**RECORDS SUPPLIED**
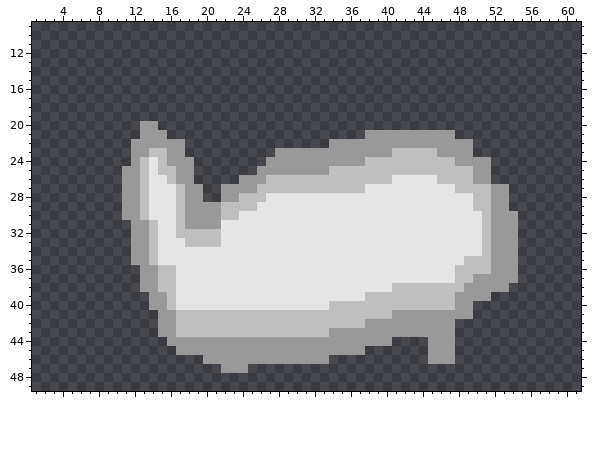
Two versions of one pixel-art sprite, sprites/bodySprite/layers/8117ad45-5fb9-4036-acf5-6cf6172ee141/aa0e52c6-6d03-4c3c-882d-cd1e428b223a.png. The picture above is the old version.
The file is 64x64 pixels. Shown: x 1..61, y 9..49.
New version:
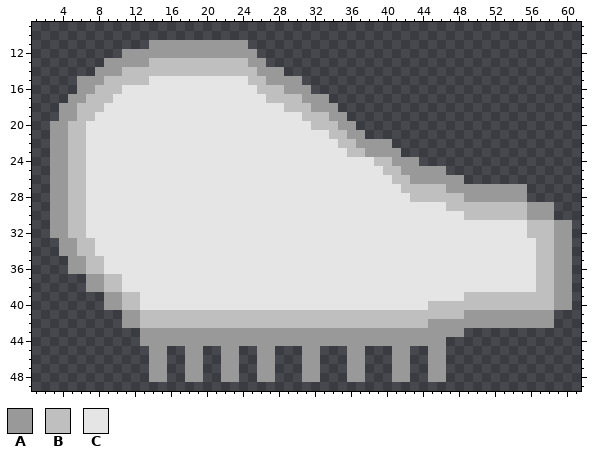
Palette (. is transparent): A #999999  B #bfbfbf  C #e5e5e5
Change:
Changed rows in their new state; - is an unchanged pixel.
first column x 3:
11 -----------AAAAAAAAAAA------------------------------------
12 --------AAAAAAAAAAAAAAA-----------------------------------
13 ------AAAAABBBBBBBBBBBAA----------------------------------
14 -----AAABBBBBBBBBBBBBBBAAA--------------------------------
15 ---AAABBBBBCCCCCCCCCCCBBAAAA------------------------------
16 ---AABBBCCCCCCCCCCCCCCCBBBAAA-----------------------------
17 --AABBBCCCCCCCCCCCCCCCCCBBBBAAA---------------------------
18 -AABBBCCCCCCCCCCCCCCCCCCCCBBBAAA--------------------------
19 -AABBCCCCCCCCCCCCCCCCCCCCCCCBBBAA-------------------------
20 AABBCCCCCCCCCCCCCCCCCCCCCCCCCBBBAA------------------------
21 AABBCCCCCCCCCCCCCCCCCCCCCCCCCCCBBAA..........-------------
22 AABBCCCCCCCCCCCCCCCCCCCCCCCCCCCCBB----.........-----------
23 AABBCCCCCCCCCCCCCCCCCCCCCCCCCCCCCBB---A........-----------
24 AABBCCCCCCC-CCCCCCCCCCCCCCCCCCCCCCCC--AAA........---------
25 AABBCCCCCCC-CCCCCCCCCCCCCCCCCCCCCCCCC--AAAAA.....---------
26 AABBCCCCCCC--CCCCCCCCCCCCCCCCCCCCCCCCCBBAAAAAA...---------
27 AABBCCCCCCC---CCCCCCCCCCCCCCCCCCCCC----BBBBBAAAAA--AA-----
28 AABBCCCCCCC---CCCCCCCCCC----------------BBBBBBAAA--AA-----
29 AABBCCCCCCC---CCCCCCCCC---------------------BBB--BBBBAAA--
30 AABBCCCCCCC---CCCCCCC-------------------------BB-BBBBAAA--
31 AABBCCCCCCCC--CCCCC-----------------------------CCCCCBBBAA
32 AABBCCCCCCCC--CCCCC-----------------------------CCCCCBBBAA
33 -AABBCCCCCCC---CCCC-----------------------------CCCCCCBBAA
34 -AABBCCCCCCC------------------------------------CCCCCCBBAA
35 --AABBCCCCCC----------------------------------CCCCCCCCBBAA
36 --AABBCCCCCCCC-------------------------------CCCCCCCCCBBAA
37 ----AABBCCCCCC-------------------------------CCCCCCCCCBBAA
38 ----AABBCCCCCC------------------------CCCCCCCCCCCCCCCCBBAA
39 ------AABBCCCC---------------------CCCCCCCCCCCBBBBBBBBBBAA
40 ------AABBCCCC-----------------CCCCCCCCCCC---BBBBBBBBBBBAA
41 --------AABBBB------------------------BBBBBBBB-AAAAAAAAA--
42 --------AABBBB---------------------BBBBBBB---AAAAAAAAAAA--
43 ----------AA--AAAAAAAAAAAAAAAAA--------------A------------
44 ----------AAA-------------------------AAAA--.-------------
45 -----------AA-.--..--..--...--...-----AA----.-------------
46 -----------AA--AA..--..--...--.--AA---AA----.-------------
47 -----------AA--AA----.-AA---AA---AA---AA--AA--------------
48 -----------AA--AA--AA--AA---AA---AA---AA--AA--------------

**AIM OF THE TASK**
Search the data for "version". Copy each line that has it.

**TASK RESULT**
Two versions of one pixel-art sprite, sprites/bodySprite/layers/8117ad45-5fb9-4036-acf5-6cf6172ee141/aa0e52c6-6d03-4c3c-882d-cd1e428b223a.png. The picture above is the old version.
New version:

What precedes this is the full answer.